I've done a search and found a lot of breeders. We are a family of 4 with two girls. The pup will have a lot of focus from everyone and also plan on training him basic to some advance work. I would like all members of the family to be able to give the dog orders. I also want the dog to protect the family and house if needed. 

I'm not sure of the line that would be best for us. If anyone could please help provide some good breeders in my area. Here are some I've found so far and any other suggestions would be great and ones that you like below let me know. 

Sequoyah German Shepherds
Von Datschiburg, a breeder in Port Colborn - Contact Us
Shiraz Farm German Shepherds | Upperville, VA 20184
Crooked Creek Ranch
Johnson-Haus German Shepherds, Frederick Maryland
Hektor Haus German Shepherds - Raleigh, NC
http://www.triadk9.com/index.htm
lhttp://www.summerwoodfarmnc.com/

Some of theses are close to where we live and some are not but I would prefer it to be close. 

Thanks


----------



## KZoppa (Aug 14, 2010)

As I said in your other thread, Johnson-Haus, Seqouyah, and Crooked Creek would be my choices. Good dogs, nice people, knowledgable. I don't know the other breeders you listed. Crooked Creek would be my idea choice out of those three at this point but they're all good breeders. CCR sends several of their puppies to family homes to be active companions with excellent temperaments. So do the other breeders.


----------



## mehpenn (May 22, 2006)

I've dealt with Summer Wood Farms, they have nice dogs. The one time I visited there, they seemed to have an awful lot going on. I do like that they're registered with the state.


----------



## Sunflowers (Feb 17, 2012)

KZoppa said:


> As I said in your other thread, Johnson-Haus, Seqouyah, and Crooked Creek would be my choices. Good dogs, nice people, knowledgable. I don't know the other breeders you listed. Crooked Creek would be my idea choice out of those three at this point but they're all good breeders. CCR sends several of their puppies to family homes to be active companions with excellent temperaments. So do the other breeders.

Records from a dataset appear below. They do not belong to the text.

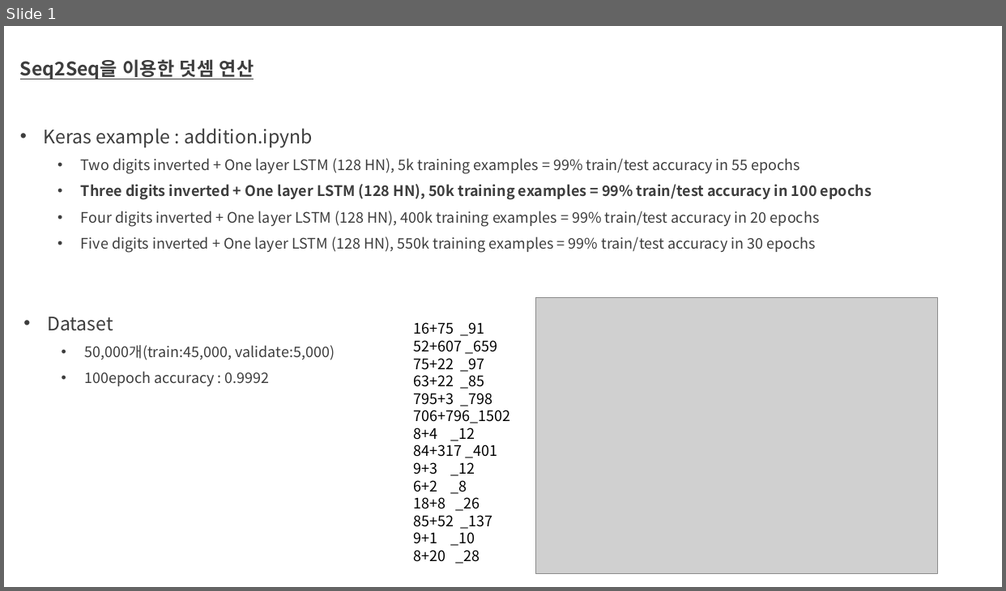
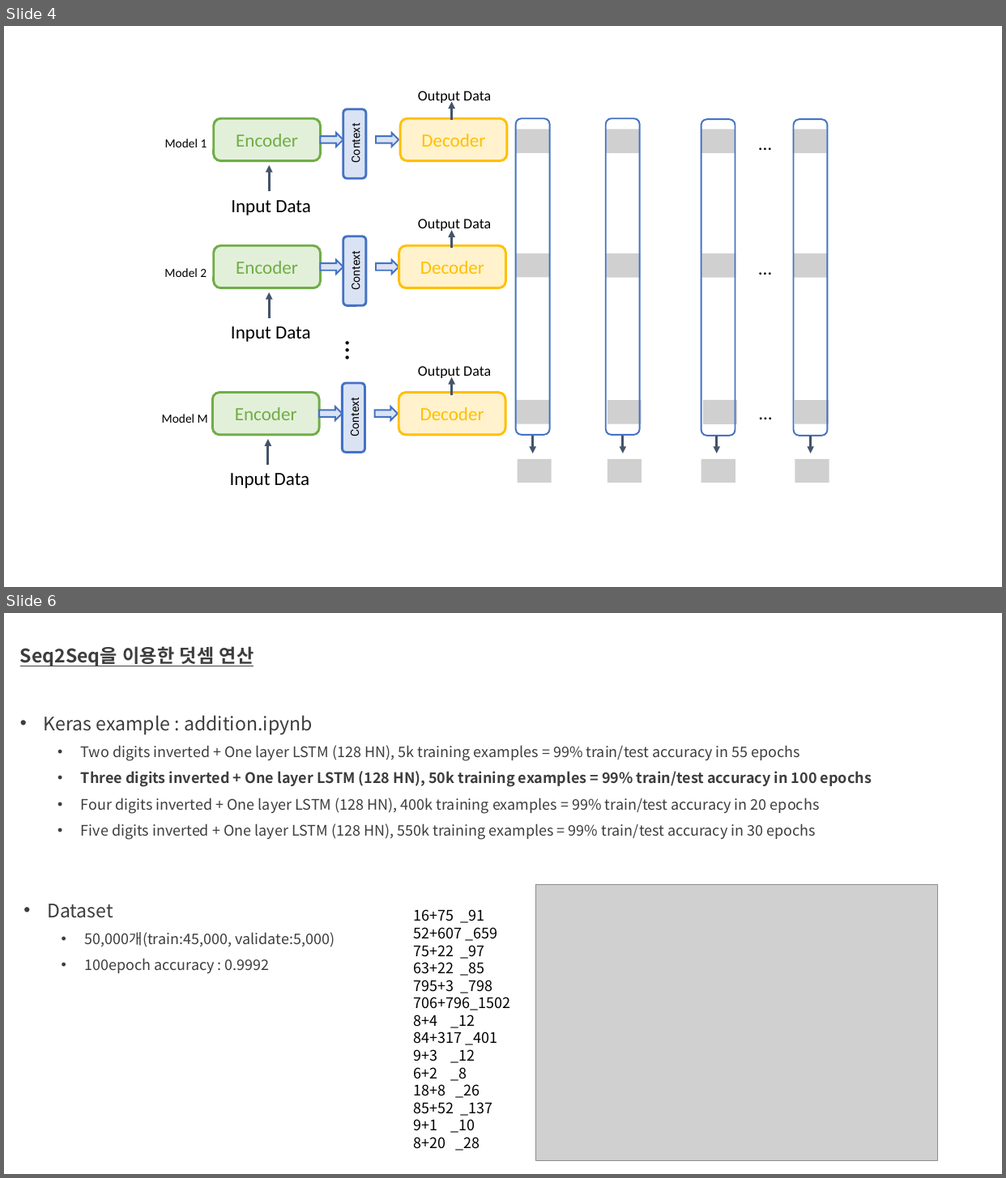
Before and after one commit to aaajeong/Time-Step-Ensemble-in-Arithmetic, a slide deck: 개인미팅준비.pptx. Shown one above the other, each under a label of ours: slide 1 before the commit, slides 4 and 6 after it; the slides between them are not shown. The pictures are 1006x591 and 1006x1178 pixels, drawn with LibreOffice and Linux fonts; fonts in the diff are those of the drawing; grey boxes stand for pictures. Boxes give left, top, right and bottom in pixels: in the first picture for what was removed or moved away, otherwise in the second. Text is boxed around its words. In the diff, an @@ line names an element or a change of style, - is before the commit and + after.

```diff
--- a/개인미팅준비.pptx
+++ b/개인미팅준비.pptx
@@ slide 4 added at (4,26,1002,587), background #FFFFFF @@
@@ group added at (162,91,829,489): 16 texts, 16 pictures, 13 rounded rectangles, 10 arrows, 6 right arrows @@
+…
+Encoder
+Context
+Input Data
+Encoder
+Context
+Input Data
+Encoder
+Context
+Input Data
+Model 1
+Model 2
+Model M
+Decoder
+Decoder
+Decoder
+Output Data
+Output Data
+Output Data
+…
+…
+…
@@ what was slide 1 is now slide 6 @@
```
Also in this commit, not shown: 4 other slides added.
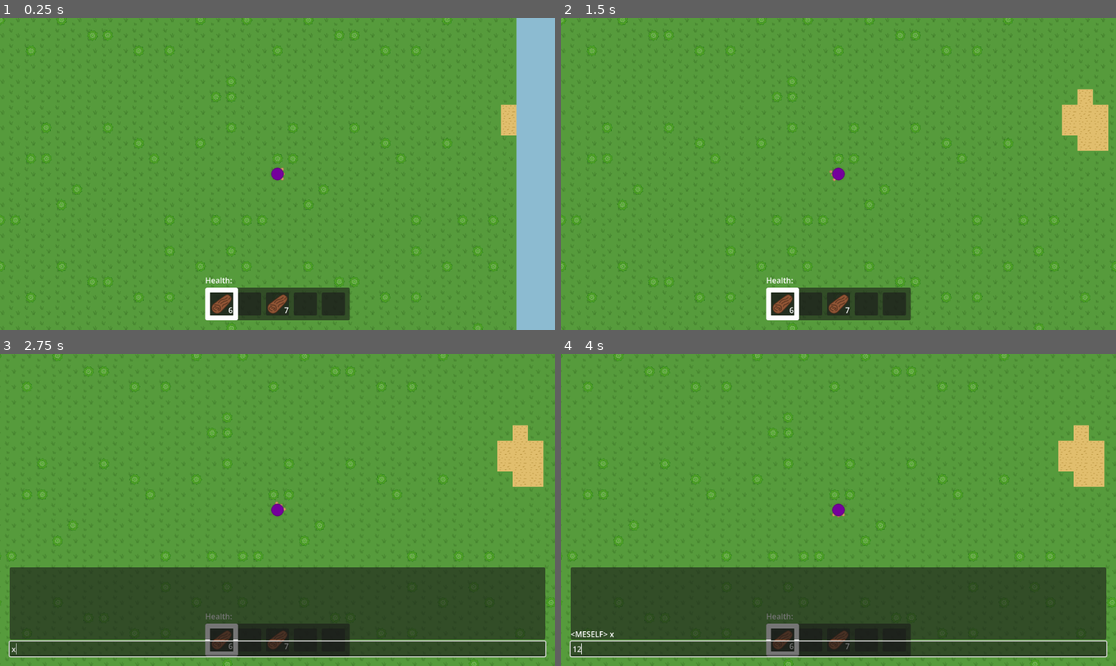
Above: before the commit, frames 1-4 (two rows, left to right).
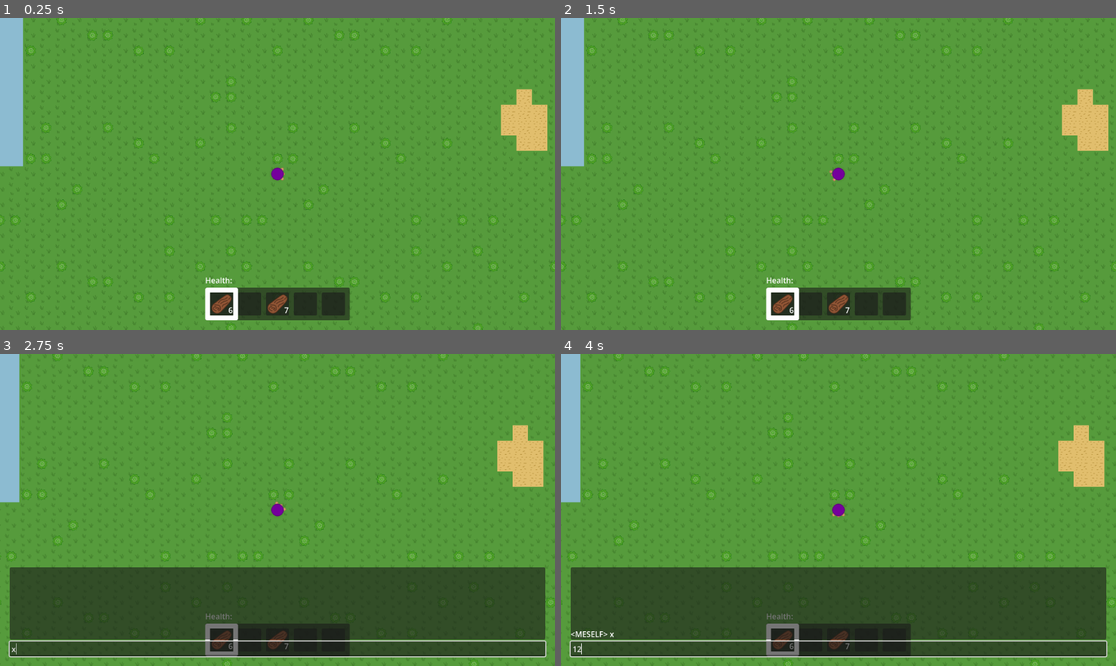
Above: after the commit, the same moments.

Repository: artmouse155/lets_survive
Game: Godot game, scene res://Scenes/WorldTest.tscn
The game is run twice, just before and just after one commit, with the same random seed, the same clock (stepped at 60 frames per second) and the same inputs.
Inputs (mouse positions are in pixels of both pictures, inside the frame that each line leads up to):
- Up to frame 1 (0.25 s): no input
- Up to frame 2 (1.5 s): drag from (838, 174) to (894, 105) at 0.52 s; tap Enter at 1.25 s; drag from (727, 189) to (838, 174) at 1.27 s
- Up to frame 3 (2.75 s): tap Space at 2 s; move the mouse to (333, 441) at 2.02 s; hold D (right) from 2.03 s (still down); tap T (chat) at 2.1 s; tap X (drop) at 2.3 s
- Up to frame 4 (4 s): release D (right) at 2.75 s; tap Enter at 2.75 s; drag from (810, 572) to (838, 510) at 2.77 s; click (838, 650) at 3.52 s; type "12" at 3.6 s

The runs differ from the first frame. In frame 1, 9.2% of the frame differs, in the area x 0-100%, y 0-100%; in frame 2, 2.2%; in frame 3, 1.8%; in frame 4, 1.8%.

Commit message:
✨(Chunkloading) Added chunk saving and loading

Diff:
--- /dev/null
+++ b/Resources/Blocks/grass.tres
@@ -0,0 +1,8 @@
+[gd_resource type="Resource" script_class="BlockData" format=3 uid="uid://dfras14tehstb"]
+
+[ext_resource type="Script" uid="uid://digh45n3fe8qj" path="res://Scripts/CustomResource/block_data.gd" id="1_d5mai"]
+
+[resource]
+script = ExtResource("1_d5mai")
+source_id = 1
+metadata/_custom_type_script = "uid://digh45n3fe8qj"
--- /dev/null
+++ b/Resources/Blocks/sand.tres
@@ -0,0 +1,9 @@
+[gd_resource type="Resource" script_class="BlockData" format=3 uid="uid://b52myo1vclp50"]
+
+[ext_resource type="Script" uid="uid://digh45n3fe8qj" path="res://Scripts/CustomResource/block_data.gd" id="1_2mccw"]
+
+[resource]
+script = ExtResource("1_2mccw")
+atlas = Vector2i(1, 0)
+source_id = 1
+metadata/_custom_type_script = "uid://digh45n3fe8qj"
--- /dev/null
+++ b/Resources/Blocks/water.tres
@@ -0,0 +1,9 @@
+[gd_resource type="Resource" script_class="BlockData" format=3 uid="uid://bo0ljasodv0hu"]
+
+[ext_resource type="Script" uid="uid://digh45n3fe8qj" path="res://Scripts/CustomResource/block_data.gd" id="1_7rhgr"]
+
+[resource]
+script = ExtResource("1_7rhgr")
+atlas = Vector2i(2, 0)
+source_id = 1
+metadata/_custom_type_script = "uid://digh45n3fe8qj"
--- a/Scenes/World/chunk_loader.gd
+++ b/Scenes/World/chunk_loader.gd
@@ -2,10 +2,9 @@
 
 signal world_item_dropped(sender : Node2D, item : Item, cooldown : float)
 
-const RENDER_DISTANCE : int = 3
+const RENDER_DISTANCE : int = 2
 
 var terrain_gen : FastNoiseLite = preload("uid://dyd1hw7adwaqb")
-const _NEW_CHUNK_PACKED : PackedScene = preload("uid://e2gerewc8xew")
 
 var _world_name: String
 var seed_int : int
@@ -26,21 +25,14 @@
 func load_chunk(coords : Vector2i) -> void:
 	var saved_chunk := saved_chunk_data(coords)
 	if saved_chunk:
-		var chunk : Chunk = _NEW_CHUNK_PACKED.instantiate()
-		chunk._coordinates = saved_chunk.coordinates
-		chunk.ground.set_tile_map_data_from_array(saved_chunk.ground_tile_map_data)
-		chunk.above_ground.set_tile_map_data_from_array(saved_chunk.above_ground_tile_map_data)
-		for breakable in saved_chunk.breakables:
-			chunk.breakable_group.add_child(breakable)
-		# TODO: Add entities where they ought to go
+		add_child(Chunk.from_chunk_save(saved_chunk))
 	else:
 		_generate_chunk(coords)
 
 func _generate_chunk(coords : Vector2i) -> void:
-	var chunk : Chunk = _NEW_CHUNK_PACKED.instantiate()
 	var random := RandomNumberGenerator.new()
 	random.seed = seed_int
-	chunk.generate(coords, random, terrain_gen, world_item_dropped)
+	var chunk := Chunk.generate(coords, random, terrain_gen, world_item_dropped)
 	add_child(chunk)
 
 func clear() -> void:
--- /dev/null
+++ b/Scripts/CustomResource/block_data.gd
@@ -0,0 +1,23 @@
+class_name BlockData extends Resource
+
+@export var atlas : Vector2i
+@export var source_id : int
+
+const AIR : StringName = &"air"
+const _BACKUP_BLOCK : StringName = &"grass"
+
+# We have to use `load` instead of `preload` here because `preload` assumes the script
+# itself is already loaded. Because we are loading a `BlockData`, this does not work correctly.
+static var _block_data : Dictionary[StringName,BlockData] = {
+	&"grass" : load("uid://dfras14tehstb") as BlockData,
+	&"sand" : load("uid://b52myo1vclp50") as BlockData,
+	&"water" : load("uid://bo0ljasodv0hu") as BlockData
+}
+
+static func block_data(block : StringName) -> BlockData:
+	if block in _block_data.keys():
+		return _block_data[block]
+	if block == AIR:
+		return null
+	push_warning("Block \"%s\" not found" % block)
+	return _block_data[block]
--- /dev/null
+++ b/Scripts/CustomResource/block_grid.gd
@@ -0,0 +1,26 @@
+class_name BlockGrid extends Resource
+
+# export_storage means stored in the file but not the editor.
+@export_storage var data : Array[PackedStringArray] = []
+
+func _init() -> void:
+	for i in range(World.CHUNK_SIZE.x):
+		data.push_back([])
+		for j in range(World.CHUNK_SIZE.y):
+			data[i].push_back(BlockData.AIR)
+
+func set_block(coordinate: Vector2i, block: StringName) -> void:
+	validate_coordinate(coordinate)
+	data[coordinate.x][coordinate.y] = str(block)
+
+func get_block(coordinate: Vector2i) -> StringName:
+	validate_coordinate(coordinate)
+	return data[coordinate.x][coordinate.y]
+
+func validate_coordinate(coordinate: Vector2i) -> void:
+	if ((coordinate.x >= 0) and
+		(coordinate.y >= 0) and
+		(coordinate.x < World.CHUNK_SIZE.x) and
+		(coordinate.y < World.CHUNK_SIZE.y)):
+		return
+	push_error("Coordinates %v outside of boundaries %v and %v" % [coordinate, Vector2.ZERO, World.CHUNK_SIZE])
--- a/Scripts/CustomResource/chunk_save.gd
+++ b/Scripts/CustomResource/chunk_save.gd
@@ -2,23 +2,10 @@
 extends Resource
 
 var coordinates : Vector2i
-var ground_tile_map_data: PackedByteArray
-var above_ground_tile_map_data: PackedByteArray
+var ground_block_grid: BlockGrid
+var above_ground_block_grid: BlockGrid
 var breakables: Array[Breakable]
 var entities: Array[Entity]
-
-#func _init(
-	#coordinates: Vector2i,
-	#ground_tile_map_data: PackedByteArray,
-	#above_ground_tile_map_data: PackedByteArray,
-	#breakables: Array[Breakable],
-	#entities: Array[Entity]
-	#) -> void:
-	#_coordinates = coordinates
-	#_ground_tile_map_data = ground_tile_map_data
-	#_above_ground_tile_map_data = above_ground_tile_map_data
-	#_breakables = breakables
-	#_entities = entities
 
 
 static func c_to_s(coords : Vector2i) -> String:
--- a/Scripts/World/chunk.gd
+++ b/Scripts/World/chunk.gd
@@ -1,12 +1,8 @@
 @tool
 class_name Chunk extends Node2D
 
-const PACKED_TREE : PackedScene = preload("uid://dg8ianfbwidj5")
-
-const SOURCE_ID := 1
-const GRASS_ATLAS := Vector2i(0,0)
-const SAND_ATLAS := Vector2i(1,0)
-const WATER_ATLAS := Vector2i(2,0)
+const _NEW_CHUNK_PACKED : PackedScene = preload("uid://e2gerewc8xew")
+const _PACKED_TREE : PackedScene = preload("uid://dg8ianfbwidj5")
 
 enum STAGE {EMPTY, FINISHED}
 
@@ -17,54 +13,103 @@
 		_coordinates = value
 		position = _coordinates * World.TILE_SIZE * World.CHUNK_SIZE
 
+var ground_block_grid : BlockGrid = BlockGrid.new():
+	get:
+		return ground_block_grid
+	set(value):
+		ground_block_grid = value
+		_update_ground_tm()
+
+var above_ground_block_grid : BlockGrid = BlockGrid.new():
+	get:
+		return above_ground_block_grid
+	set(value):
+		above_ground_block_grid = value
+		_update_above_ground_tm()
+
 @export_group("🔒 Node References")
 @export var ground : TileMapLayer
 @export var above_ground : TileMapLayer
 @export var breakable_group : CanvasGroup
 
+
 func get_coordinate() -> Vector2i:
 	return _coordinates
 
-func generate(coordinates : Vector2i, random : RandomNumberGenerator, terrain_gen : FastNoiseLite, world_item_dropped : Signal) -> void:
+func _generate(coordinates : Vector2i, random : RandomNumberGenerator, terrain_gen : FastNoiseLite, world_item_dropped : Signal) -> void:
 	_coordinates = coordinates
+	var temp_ground_block_grid := BlockGrid.new()
 	var offset := _coordinates * World.CHUNK_SIZE
 	for x in range(World.CHUNK_SIZE.x):
 		for y in range(World.CHUNK_SIZE.y):
 			var noise_val : float = terrain_gen.get_noise_2d(x + offset.x,y + offset.y)
-			var tile_atlas := _noise_to_atlas(noise_val)
-			ground.set_cell(Vector2i(x,y), SOURCE_ID, tile_atlas)
+			var block := _noise_to_block(noise_val)
+			temp_ground_block_grid.set_block(Vector2i(x,y), block)
 			if (random.randf() < .1) && (noise_val < .1):
 				_spawn_tree(ground.map_to_local(Vector2i(x,y)), world_item_dropped)
+	ground_block_grid = temp_ground_block_grid
 
-static func _noise_to_atlas(noise_val : float) -> Vector2i:
+static func generate(coordinates : Vector2i, random : RandomNumberGenerator, terrain_gen : FastNoiseLite, world_item_dropped : Signal) -> Chunk:
+	var chunk : Chunk = _NEW_CHUNK_PACKED.instantiate()
+	chunk._generate(coordinates, random, terrain_gen, world_item_dropped)
+	return chunk
+
+static func _noise_to_block(noise_val : float) -> StringName:
 	if (noise_val < .2):
-		return GRASS_ATLAS
+		return &"grass"
 	elif (noise_val < .25):
-		return SAND_ATLAS
-	return WATER_ATLAS
+		return &"sand"
+	return &"water"
 
 func _spawn_tree(coords : Vector2, world_item_dropped : Signal) -> void:
-	var tree : Breakable = PACKED_TREE.instantiate()
+	var tree : Breakable = _PACKED_TREE.instantiate()
 	tree.position = coords
 	SignalPipe.pipe(tree.world_item_dropped,world_item_dropped)
 	breakable_group.add_child(tree)
 
-func save(entity_spawner : EntitySpawner) -> ChunkSave:
+func _update_ground_tm() -> void:
+	for x in range(World.CHUNK_SIZE.x):
+		for y in range(World.CHUNK_SIZE.y):
+			var block := ground_block_grid.get_block(Vector2i(x,y))
+			var ground_block_data : BlockData = BlockData.block_data(block)
+			#print("Got my atlas: %v and source id: %d" % [ground_block_data.atlas, ground_block_data.source_id])
+			if ground_block_data:
+				ground.set_cell(
+					Vector2i(x,y),
+					ground_block_data.source_id,
+					ground_block_data.atlas)
+
+func _update_above_ground_tm() -> void:
+	# TODO: Implement above ground tilemap
+	pass
+	#for x in range(World.CHUNK_SIZE.x):
+		#for y in range(World.CHUNK_SIZE.y):
+			#var ground_block_data := BlockData.block_data(
+				#ground_block_grid.get_block(Vector2i(x,y)))
+			#ground.set_cell(
+				#Vector2i(x,y),
+				#ground_block_data.source_id,
+				#ground_block_data.atlas)
+
+func get_chunk_save(entity_spawner : EntitySpawner) -> ChunkSave:
 	var breakables : Array[Breakable] = []
 	for child in breakable_group.get_children():
 		if child is Breakable:
 			breakables.push_back(child)
 	var chunk_save := ChunkSave.new()
 	chunk_save.coordinates = _coordinates
-	chunk_save.ground_tile_map_data = ground.tile_map_data
-	chunk_save.above_ground_tile_map_data = above_ground.tile_map_data
+	chunk_save.ground_block_grid = ground_block_grid
+	chunk_save.above_ground_block_grid = above_ground_block_grid
 	chunk_save.breakables = [] # TODO: add breakables
-	chunk_save.entities = []
+	chunk_save.entities = [] # TODO: add entities
 	return chunk_save
-	#return ChunkSave.new(
-		#_coordinates,
-		#ground.tile_map_data,
-		#above_ground.tile_map_data,
-		#breakables,
-		#[] #TODO: Save entities
-	#)
+
+static func from_chunk_save(saved_chunk: ChunkSave) -> Chunk:
+	var chunk : Chunk = _NEW_CHUNK_PACKED.instantiate()
+	chunk._coordinates = saved_chunk.coordinates
+	chunk.ground_block_grid = saved_chunk.ground_block_grid
+	chunk.above_ground_block_grid = saved_chunk.above_ground_block_grid
+	for breakable in saved_chunk.breakables:
+		chunk.breakable_group.add_child(breakable)
+	# TODO: Add entities where they ought to go
+	return chunk
--- a/Scripts/World/world.gd
+++ b/Scripts/World/world.gd
@@ -56,7 +56,7 @@
 	var chunk_saves : Array[ChunkSave] = []
 	for child in chunk_loader.get_children():
 		if child is Chunk:
-			chunk_saves.push_back(child.save(entity_spawner))
+			chunk_saves.push_back(child.get_chunk_save(entity_spawner))
 	return chunk_saves
 
 ## Returns the tile directly underneath the given world position.
Not shown, added: Scripts/CustomResource/block_data.gd.uid
Not shown, added: Scripts/CustomResource/block_grid.gd.uid

OMG... I should not have looked at their site ! :wub:
Crooked Creek Ranch


----------



## KZoppa (Aug 14, 2010)

Sunflowers said:


> OMG... I should not have looked at their site ! :wub:
> Crooked Creek Ranch


 
lol Karen is a great person. Loves her dogs and is very proud of them. I'd love to someday have a pup out of their outside stud they use named Dollar. Gorgeous male bi-color.


----------